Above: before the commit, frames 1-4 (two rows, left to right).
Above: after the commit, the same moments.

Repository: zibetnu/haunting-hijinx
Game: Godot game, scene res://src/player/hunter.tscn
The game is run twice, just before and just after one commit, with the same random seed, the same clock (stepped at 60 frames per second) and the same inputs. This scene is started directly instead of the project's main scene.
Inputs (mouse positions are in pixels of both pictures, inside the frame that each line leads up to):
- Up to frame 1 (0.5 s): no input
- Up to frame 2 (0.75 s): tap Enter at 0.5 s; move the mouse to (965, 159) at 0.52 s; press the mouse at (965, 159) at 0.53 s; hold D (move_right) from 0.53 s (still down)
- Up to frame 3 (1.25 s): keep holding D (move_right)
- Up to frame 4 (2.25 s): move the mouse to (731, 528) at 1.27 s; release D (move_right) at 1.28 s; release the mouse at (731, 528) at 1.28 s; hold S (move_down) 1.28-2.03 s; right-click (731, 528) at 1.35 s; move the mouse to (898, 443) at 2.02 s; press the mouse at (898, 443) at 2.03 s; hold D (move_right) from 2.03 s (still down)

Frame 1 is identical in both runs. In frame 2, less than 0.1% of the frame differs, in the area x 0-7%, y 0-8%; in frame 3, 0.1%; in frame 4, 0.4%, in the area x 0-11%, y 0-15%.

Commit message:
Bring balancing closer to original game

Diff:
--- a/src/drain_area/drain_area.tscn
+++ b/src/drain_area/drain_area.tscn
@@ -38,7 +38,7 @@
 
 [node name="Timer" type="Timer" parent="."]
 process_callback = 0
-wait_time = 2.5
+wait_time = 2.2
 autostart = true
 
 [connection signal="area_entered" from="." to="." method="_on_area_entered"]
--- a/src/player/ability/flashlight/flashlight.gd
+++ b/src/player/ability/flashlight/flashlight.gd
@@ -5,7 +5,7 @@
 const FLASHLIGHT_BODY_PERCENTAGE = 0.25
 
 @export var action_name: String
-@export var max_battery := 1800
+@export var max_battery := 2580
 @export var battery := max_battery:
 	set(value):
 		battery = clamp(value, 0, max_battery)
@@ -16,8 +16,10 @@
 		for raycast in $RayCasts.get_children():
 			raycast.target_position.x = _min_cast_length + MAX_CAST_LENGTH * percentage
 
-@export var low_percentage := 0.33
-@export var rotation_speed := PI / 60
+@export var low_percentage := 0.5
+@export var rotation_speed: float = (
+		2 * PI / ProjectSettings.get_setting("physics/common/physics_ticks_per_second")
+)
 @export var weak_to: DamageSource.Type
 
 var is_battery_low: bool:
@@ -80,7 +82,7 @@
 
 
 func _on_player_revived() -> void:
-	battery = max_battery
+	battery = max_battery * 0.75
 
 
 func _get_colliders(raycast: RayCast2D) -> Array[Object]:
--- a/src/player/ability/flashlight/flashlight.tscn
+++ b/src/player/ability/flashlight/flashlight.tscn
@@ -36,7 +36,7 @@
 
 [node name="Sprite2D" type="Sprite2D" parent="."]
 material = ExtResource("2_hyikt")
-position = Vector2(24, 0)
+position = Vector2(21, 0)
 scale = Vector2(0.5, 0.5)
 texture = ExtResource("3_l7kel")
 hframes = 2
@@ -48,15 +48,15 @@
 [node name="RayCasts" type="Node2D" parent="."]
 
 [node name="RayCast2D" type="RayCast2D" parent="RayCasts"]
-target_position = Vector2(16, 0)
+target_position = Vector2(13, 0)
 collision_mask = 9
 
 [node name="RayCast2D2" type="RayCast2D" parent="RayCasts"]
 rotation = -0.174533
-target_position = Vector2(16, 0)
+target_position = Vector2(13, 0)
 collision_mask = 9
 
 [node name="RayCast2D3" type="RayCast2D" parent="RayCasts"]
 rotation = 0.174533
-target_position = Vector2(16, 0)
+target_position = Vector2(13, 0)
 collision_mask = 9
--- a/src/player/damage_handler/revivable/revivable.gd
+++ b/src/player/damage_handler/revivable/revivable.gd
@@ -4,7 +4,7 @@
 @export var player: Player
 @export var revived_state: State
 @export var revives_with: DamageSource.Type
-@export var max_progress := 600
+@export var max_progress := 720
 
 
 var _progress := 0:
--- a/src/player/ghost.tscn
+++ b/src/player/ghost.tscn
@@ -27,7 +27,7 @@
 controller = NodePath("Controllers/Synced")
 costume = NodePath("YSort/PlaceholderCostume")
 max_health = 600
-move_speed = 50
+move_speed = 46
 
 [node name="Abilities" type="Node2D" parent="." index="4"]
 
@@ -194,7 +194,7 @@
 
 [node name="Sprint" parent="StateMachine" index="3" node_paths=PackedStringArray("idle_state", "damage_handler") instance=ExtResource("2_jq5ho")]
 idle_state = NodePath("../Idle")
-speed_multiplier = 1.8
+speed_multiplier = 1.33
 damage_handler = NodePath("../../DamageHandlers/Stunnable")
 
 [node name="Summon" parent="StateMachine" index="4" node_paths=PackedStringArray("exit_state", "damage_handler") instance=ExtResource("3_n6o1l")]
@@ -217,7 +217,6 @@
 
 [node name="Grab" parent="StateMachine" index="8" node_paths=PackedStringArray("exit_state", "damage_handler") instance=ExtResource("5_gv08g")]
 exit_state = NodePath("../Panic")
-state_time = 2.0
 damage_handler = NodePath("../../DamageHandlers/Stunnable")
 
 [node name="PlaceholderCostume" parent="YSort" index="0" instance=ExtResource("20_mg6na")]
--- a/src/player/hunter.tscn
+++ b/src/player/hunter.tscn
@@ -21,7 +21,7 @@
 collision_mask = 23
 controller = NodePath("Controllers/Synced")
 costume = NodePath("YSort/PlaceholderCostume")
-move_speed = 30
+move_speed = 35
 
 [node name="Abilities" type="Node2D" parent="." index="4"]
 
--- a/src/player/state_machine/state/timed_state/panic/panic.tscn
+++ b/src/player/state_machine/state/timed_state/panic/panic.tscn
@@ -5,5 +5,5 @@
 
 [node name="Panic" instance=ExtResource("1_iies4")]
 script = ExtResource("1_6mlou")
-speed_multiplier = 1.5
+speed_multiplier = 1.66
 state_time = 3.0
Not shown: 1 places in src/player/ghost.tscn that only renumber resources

-- -- --

## Task description
Reproduce the data exactly, omitting nothing.

## The answer
Above: before the commit, frames 1-4 (two rows, left to right).
Above: after the commit, the same moments.

Repository: zibetnu/haunting-hijinx
Game: Godot game, scene res://src/player/hunter.tscn
The game is run twice, just before and just after one commit, with the same random seed, the same clock (stepped at 60 frames per second) and the same inputs. This scene is started directly instead of the project's main scene.
Inputs (mouse positions are in pixels of both pictures, inside the frame that each line leads up to):
- Up to frame 1 (0.5 s): no input
- Up to frame 2 (0.75 s): tap Enter at 0.5 s; move the mouse to (965, 159) at 0.52 s; press the mouse at (965, 159) at 0.53 s; hold D (move_right) from 0.53 s (still down)
- Up to frame 3 (1.25 s): keep holding D (move_right)
- Up to frame 4 (2.25 s): move the mouse to (731, 528) at 1.27 s; release D (move_right) at 1.28 s; release the mouse at (731, 528) at 1.28 s; hold S (move_down) 1.28-2.03 s; right-click (731, 528) at 1.35 s; move the mouse to (898, 443) at 2.02 s; press the mouse at (898, 443) at 2.03 s; hold D (move_right) from 2.03 s (still down)

Frame 1 is identical in both runs. In frame 2, less than 0.1% of the frame differs, in the area x 0-7%, y 0-8%; in frame 3, 0.1%; in frame 4, 0.4%, in the area x 0-11%, y 0-15%.

Commit message:
Bring balancing closer to original game

Diff:
--- a/src/drain_area/drain_area.tscn
+++ b/src/drain_area/drain_area.tscn
@@ -38,7 +38,7 @@
 
 [node name="Timer" type="Timer" parent="."]
 process_callback = 0
-wait_time = 2.5
+wait_time = 2.2
 autostart = true
 
 [connection signal="area_entered" from="." to="." method="_on_area_entered"]
--- a/src/player/ability/flashlight/flashlight.gd
+++ b/src/player/ability/flashlight/flashlight.gd
@@ -5,7 +5,7 @@
 const FLASHLIGHT_BODY_PERCENTAGE = 0.25
 
 @export var action_name: String
-@export var max_battery := 1800
+@export var max_battery := 2580
 @export var battery := max_battery:
 	set(value):
 		battery = clamp(value, 0, max_battery)
@@ -16,8 +16,10 @@
 		for raycast in $RayCasts.get_children():
 			raycast.target_position.x = _min_cast_length + MAX_CAST_LENGTH * percentage
 
-@export var low_percentage := 0.33
-@export var rotation_speed := PI / 60
+@export var low_percentage := 0.5
+@export var rotation_speed: float = (
+		2 * PI / ProjectSettings.get_setting("physics/common/physics_ticks_per_second")
+)
 @export var weak_to: DamageSource.Type
 
 var is_battery_low: bool:
@@ -80,7 +82,7 @@
 
 
 func _on_player_revived() -> void:
-	battery = max_battery
+	battery = max_battery * 0.75
 
 
 func _get_colliders(raycast: RayCast2D) -> Array[Object]:
--- a/src/player/ability/flashlight/flashlight.tscn
+++ b/src/player/ability/flashlight/flashlight.tscn
@@ -36,7 +36,7 @@
 
 [node name="Sprite2D" type="Sprite2D" parent="."]
 material = ExtResource("2_hyikt")
-position = Vector2(24, 0)
+position = Vector2(21, 0)
 scale = Vector2(0.5, 0.5)
 texture = ExtResource("3_l7kel")
 hframes = 2
@@ -48,15 +48,15 @@
 [node name="RayCasts" type="Node2D" parent="."]
 
 [node name="RayCast2D" type="RayCast2D" parent="RayCasts"]
-target_position = Vector2(16, 0)
+target_position = Vector2(13, 0)
 collision_mask = 9
 
 [node name="RayCast2D2" type="RayCast2D" parent="RayCasts"]
 rotation = -0.174533
-target_position = Vector2(16, 0)
+target_position = Vector2(13, 0)
 collision_mask = 9
 
 [node name="RayCast2D3" type="RayCast2D" parent="RayCasts"]
 rotation = 0.174533
-target_position = Vector2(16, 0)
+target_position = Vector2(13, 0)
 collision_mask = 9
--- a/src/player/damage_handler/revivable/revivable.gd
+++ b/src/player/damage_handler/revivable/revivable.gd
@@ -4,7 +4,7 @@
 @export var player: Player
 @export var revived_state: State
 @export var revives_with: DamageSource.Type
-@export var max_progress := 600
+@export var max_progress := 720
 
 
 var _progress := 0:
--- a/src/player/ghost.tscn
+++ b/src/player/ghost.tscn
@@ -27,7 +27,7 @@
 controller = NodePath("Controllers/Synced")
 costume = NodePath("YSort/PlaceholderCostume")
 max_health = 600
-move_speed = 50
+move_speed = 46
 
 [node name="Abilities" type="Node2D" parent="." index="4"]
 
@@ -194,7 +194,7 @@
 
 [node name="Sprint" parent="StateMachine" index="3" node_paths=PackedStringArray("idle_state", "damage_handler") instance=ExtResource("2_jq5ho")]
 idle_state = NodePath("../Idle")
-speed_multiplier = 1.8
+speed_multiplier = 1.33
 damage_handler = NodePath("../../DamageHandlers/Stunnable")
 
 [node name="Summon" parent="StateMachine" index="4" node_paths=PackedStringArray("exit_state", "damage_handler") instance=ExtResource("3_n6o1l")]
@@ -217,7 +217,6 @@
 
 [node name="Grab" parent="StateMachine" index="8" node_paths=PackedStringArray("exit_state", "damage_handler") instance=ExtResource("5_gv08g")]
 exit_state = NodePath("../Panic")
-state_time = 2.0
 damage_handler = NodePath("../../DamageHandlers/Stunnable")
 
 [node name="PlaceholderCostume" parent="YSort" index="0" instance=ExtResource("20_mg6na")]
--- a/src/player/hunter.tscn
+++ b/src/player/hunter.tscn
@@ -21,7 +21,7 @@
 collision_mask = 23
 controller = NodePath("Controllers/Synced")
 costume = NodePath("YSort/PlaceholderCostume")
-move_speed = 30
+move_speed = 35
 
 [node name="Abilities" type="Node2D" parent="." index="4"]
 
--- a/src/player/state_machine/state/timed_state/panic/panic.tscn
+++ b/src/player/state_machine/state/timed_state/panic/panic.tscn
@@ -5,5 +5,5 @@
 
 [node name="Panic" instance=ExtResource("1_iies4")]
 script = ExtResource("1_6mlou")
-speed_multiplier = 1.5
+speed_multiplier = 1.66
 state_time = 3.0
Not shown: 1 places in src/player/ghost.tscn that only renumber resources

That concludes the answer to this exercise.